Lin et al.[17] have recently reported that the SUMO4 gene M55V variant is associated with severity of diabetic nephropathy in an Taiwanese cohort of 430 patients with type 2 diabetes. In present study, we also investigated the association of SUMO4 M55V polymorphism with diabetic nephropathy in Iranian type 2 diabetes patients. In contrast to Lin et al., we report no significant association between the SUMO4 M55V polymorphism and diabetic nephropathy in Iranian patients with type 2 diabetes.
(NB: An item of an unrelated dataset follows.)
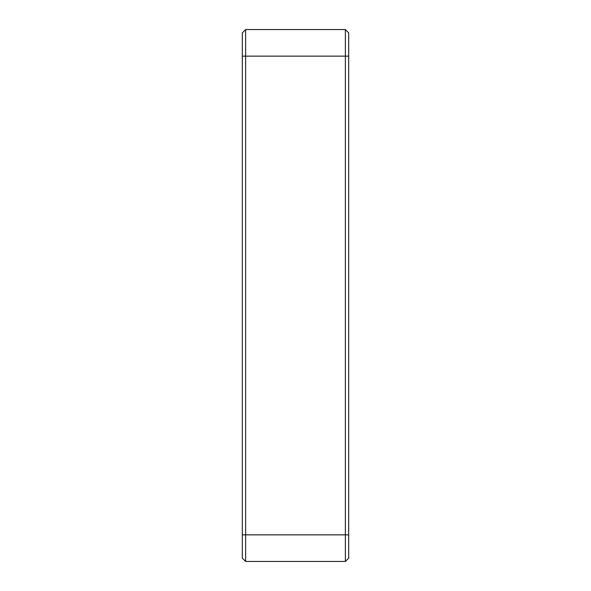 <?xml version="1.0" encoding="UTF-8"?>
<svg xmlns="http://www.w3.org/2000/svg" width="591" height="591" viewBox="0 0 591 591"><rect width="100%" height="100%" fill="white"/><g stroke="black" fill="none" stroke-linecap="round" stroke-linejoin="round"><path stroke-width="0.89" d="M348.69 32.874L345.366 29.55L348.69 32.874L348.69 558.126L345.366 561.45L345.366 534.855L245.634 534.855L245.634 561.45L345.366 561.45M242.31 558.126L245.634 561.45L242.31 558.126L242.31 534.855L245.634 534.855L245.634 29.55L345.366 29.55L345.366 534.855L348.69 534.855M242.31 534.855L242.31 56.145L348.69 56.145M245.634 29.55L242.31 32.874L242.31 56.145"/></g></svg>

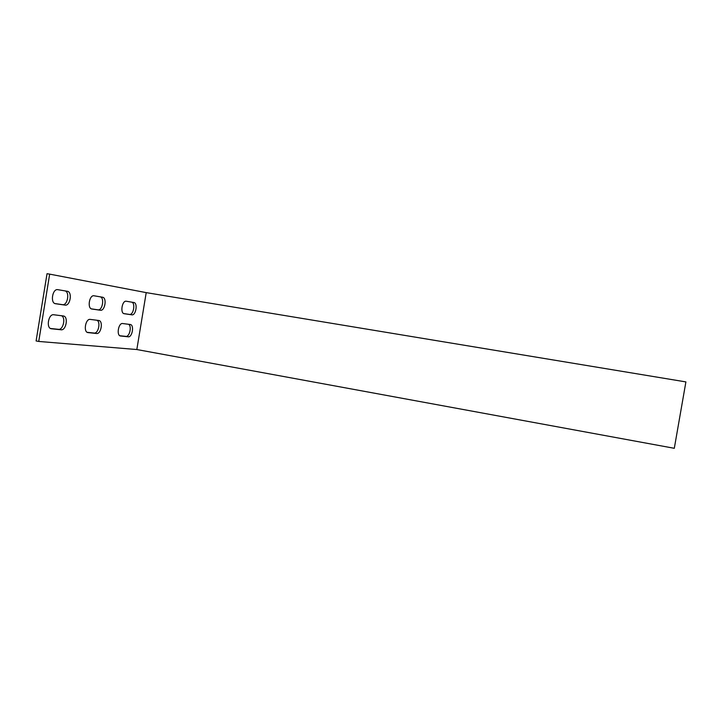 <?xml version="1.0" encoding="UTF-8"?>
<svg xmlns="http://www.w3.org/2000/svg" width="722" height="722" viewBox="0 0 722 722"><rect width="100%" height="100%" fill="white"/><g stroke="black" fill="none" stroke-linecap="round" stroke-linejoin="round"><path stroke-width="1.08" d="M38.735 341.443L49.674 274.134L146.214 292.627L685.9 381.911L674.303 448.299L136.855 349.538L38.735 341.443L36.1 340.946L47.029 273.701L49.674 274.134M61.487 315.74C66.027 317.527 63.229 330.162 58.473 329.322L50.504 328.483M128.489 324.277C132.072 325.803 129.635 337.084 125.872 336.38L119.861 335.748M131.548 302.121C135.7 302.653 133.57 315.306 129.473 314.422L123.814 313.592M96.919 320.252C100.945 321.904 98.336 333.826 94.122 333.05L87.218 332.328M100.105 296.814C104.744 297.419 102.497 310.803 97.921 309.819L91.414 308.872M64.809 290.849C70.034 291.544 67.651 305.74 62.489 304.657L54.962 303.565M63.292 315.965L63.392 315.983C68.599 316.534 66.198 330.649 61.045 329.783L51.316 328.763C45.91 328.23 48.437 313.7 53.753 314.756L63.292 315.965M130.231 324.494L130.294 324.503C134.445 324.909 132.297 337.526 128.209 336.804L120.511 335.992C116.233 335.604 118.471 322.671 122.677 323.537L130.231 324.494M124.283 313.727L124.238 313.718C119.915 313.321 122.108 300.199 126.332 301.245L133.841 302.509C138.028 302.924 135.926 315.713 131.819 314.828L124.184 313.709M98.697 320.478L98.779 320.496C103.408 320.956 101.143 334.286 96.567 333.501L87.949 332.589C83.147 332.138 85.53 318.447 90.241 319.404L98.697 320.478M91.938 309.016L91.884 309.007C87.037 308.538 89.357 294.648 94.095 295.794L102.506 297.22C107.181 297.708 104.97 311.227 100.367 310.243L91.82 308.998M55.549 303.718L55.495 303.709C50.026 303.159 52.489 288.403 57.832 289.675L67.317 291.273C72.588 291.841 70.251 306.191 65.061 305.108L55.413 303.7M136.828 349.538L146.214 292.627M65.061 305.108L62.489 304.657M100.367 310.243L97.921 309.819M96.567 333.501L94.122 333.05M131.819 314.828L129.473 314.422M128.209 336.804L125.872 336.38M61.045 329.783L58.473 329.322"/></g></svg>

We suggest that the reason for such opposing results may be related to different ethnic groups of the studied cohorts, for example, Taiwanese and Iranian population, and thus, demand further studies in different ethnic groups to clarify the effect of the SUMO4 M55V polymorphism in diabetic nephropathy. However, the lake of association between M55V polymorphism of SUMO4 and susceptibility of type 2 diabetes in our study may be due to the insufficient sample size.

More recent, Rudofsky et al.[2122] have reported no association of the M55V polymorphism in the SUMO4 gene with diabetic nephropathy in 752 Caucasian patients with type 1 and type 2 diabetes. Interestingly, our results confirmed Rudofsky et al. studies regarding to this no association.

In summary, this study indicates that the M55V polymorphism of SUMO4 gene is not associated with diabetic nephropathy in Iranian type 2 diabetes patients. In other words, this results show that distribution of SUMO4 genotypes in the Iranian population has common features with the Caucasian populations studied before. Furthermore, this study confirmed our pervious study about no association of SUMO4 M55V polymorphism with type 2 diabetes in Iranian population. However, we suppose that further studies using the larger sample sizes are needed to confirm the exact role of SUMO4 M55V polymorphism in diabetic nephropathy and type 2 diabetes in Iranian population.